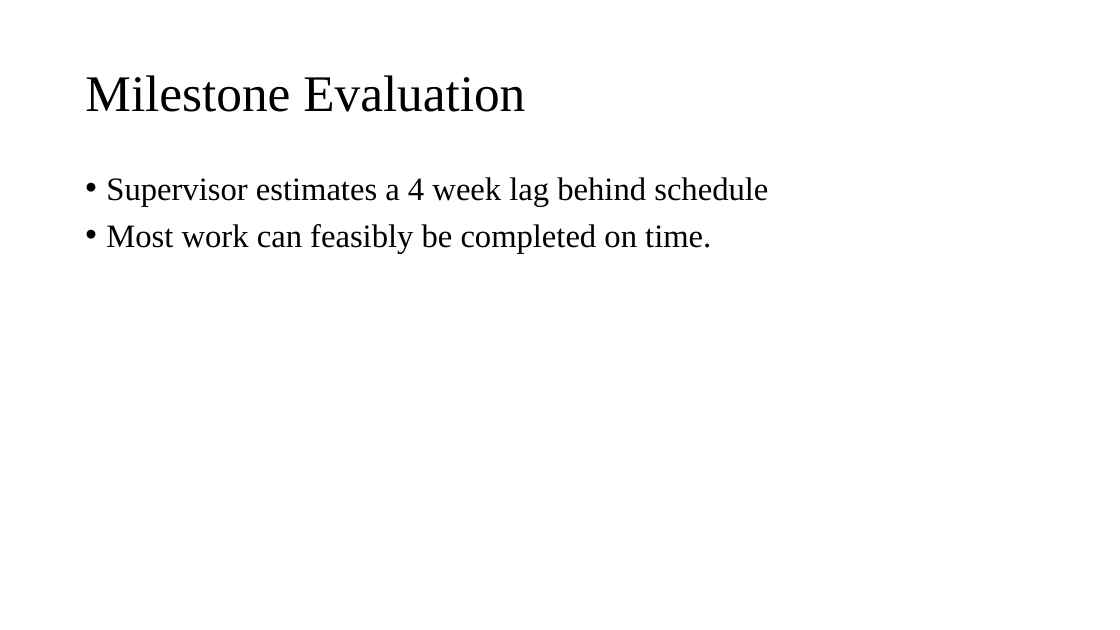
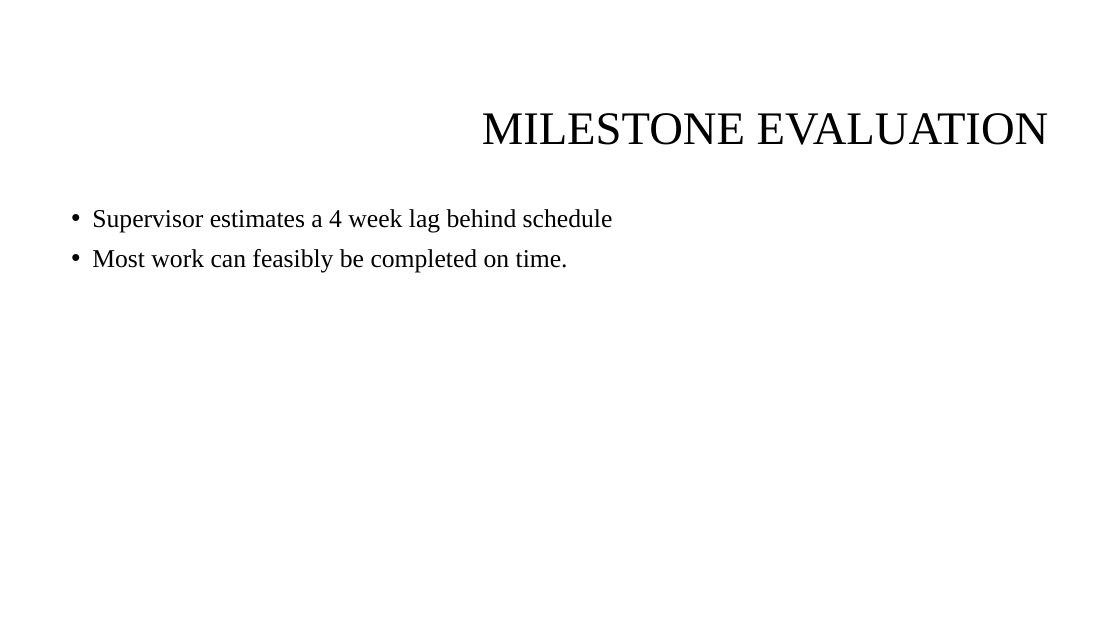
Before and after one commit to spez1998/3rd-year-project, a slide deck: slide 5 of Deliverables/2ndMarkerViva/viva_presentation.pptx. Drawn at 1120x630 pixels with LibreOffice and Linux fonts; fonts in the diff are those of the drawing; background and template pictures are left out. Boxes give left, top, right and bottom in pixels: in the first picture for what was removed or moved away, otherwise in the second. Text is boxed around its words. In the diff, an @@ line names an element or a change of style, - is before the commit and + after.

```diff
--- a/Deliverables/2ndMarkerViva/viva_presentation.pptx
+++ b/Deliverables/2ndMarkerViva/viva_presentation.pptx
@@ title at [482,113,1049,145]: text changed; size 44 to 40 pt @@
-Milestone Evaluation
+MILESTONE EVALUATION
@@ text "Supervisor estimates a 4 week ...": place and size @@
-text "Supervisor estimates a 4 week ..." at [106,177,768,253]
+text "Supervisor estimates a 4 week ..." at [92,209,613,272]
@@ text "Supervisor estimates a 4 week ..." at [92,209,613,272]: size 28 to 22 pt @@
```
Also in this commit, not shown: 13 other slides changed, 2 slides added, 1 other file.
◇ ◇ ◇ ◇ ◇ ◇ ◇
## Task
On how many lines of the listing does the string "week" occur? Give the number by itself.

## Answer to this exercise
4